I will never forget the day I found out. Or the days leading up to it.

I had gone in for a routine six-month checkup when my GP called and asked me to come back in for more lab work because something looked “off.” Then on February 14, 2014—Valentine’s Day—my wife and I were getting ready to meet one of my daughter’s newest boyfriends. He was coming to pick her up for a high school date, and I was in the important stage of fatherhood known as trying to find the right words to mildly terrify a teenage boy.

That’s when my phone rang.

Keep in mind, this was late on a Friday afternoon, when most doctors’ offices are already mentally in their cars. The nurse told me my white blood cell count was extremely high and that they wanted me to see an oncologist.

At that moment, I had never heard the word “oncologist.” I didn’t know what kind of doctor that was.

During the phone call, my wife quietly looked it up and said, “Tim… that’s a cancer doctor.”

Needless to say, my carefully rehearsed intimidation speech for my daughter’s boyfriend completely left the building.

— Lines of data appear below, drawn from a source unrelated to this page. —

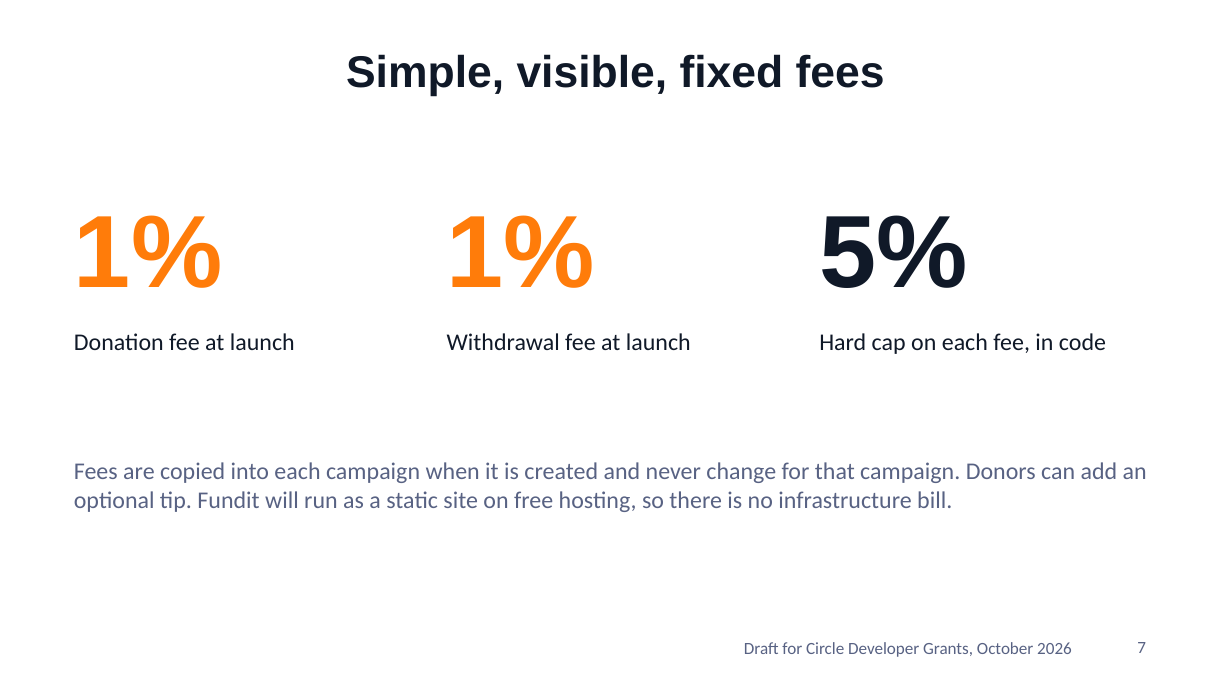
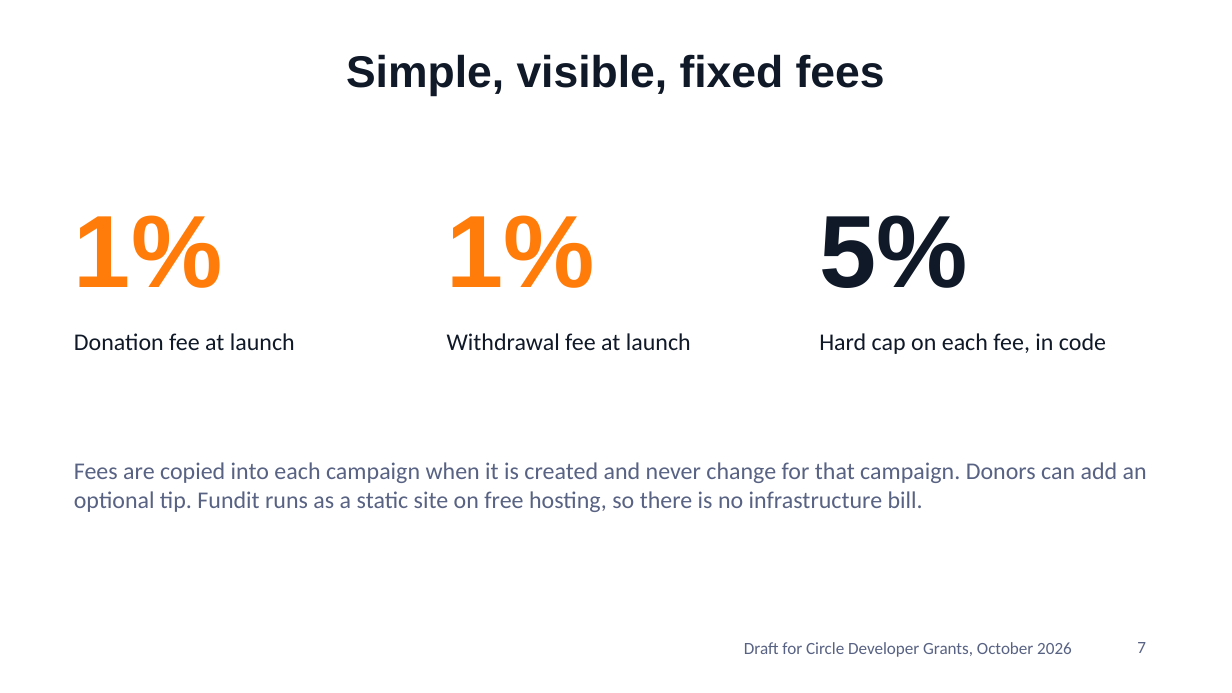
Before and after one commit to xanderslabs/Fundit, a slide deck: slide 7 of docs/fundit-pitch-deck.pptx. Drawn at 1232x693 pixels with LibreOffice and Linux fonts; fonts in the diff are those of the drawing; background and template pictures are left out. Boxes give left, top, right and bottom in pixels: in the first picture for what was removed or moved away, otherwise in the second. Text is boxed around its words. In the diff, an @@ line names an element or a change of style, - is before the commit and + after.

```diff
--- a/docs/fundit-pitch-deck.pptx
+++ b/docs/fundit-pitch-deck.pptx
@@ text at (74,462,1147,512): text changed @@
-Fees are copied into each campaign when it is created and never change for that campaign. Donors can add an optional tip. Fundit will run as a static site on free hosting, so there is no infrastructure bill.
+Fees are copied into each campaign when it is created and never change for that campaign. Donors can add an optional tip. Fundit runs as a static site on free hosting, so there is no infrastructure bill.
```
Also in this commit, not shown: 6 other slides changed, 6 other files.

My appointment was scheduled for the following Tuesday at 10 a.m., which made that weekend the longest weekend of my life. A thousand scenarios ran through my head. I didn’t sleep much. I just wanted Tuesday to get there so I could talk to someone who actually knew what was going on.

Tuesday morning arrived with snow and ice. I kept calling the office. No answer. The hospital sat on top of a steep hill, and the road was iced over. No one was going up it, including me.

Later that day, the temperatures rose, someone finally answered, and my appointment was moved to 2 p.m.

I’ll never forget meeting my oncologist. He made a lasting impression. My wife decided that day she didn’t like him from the start.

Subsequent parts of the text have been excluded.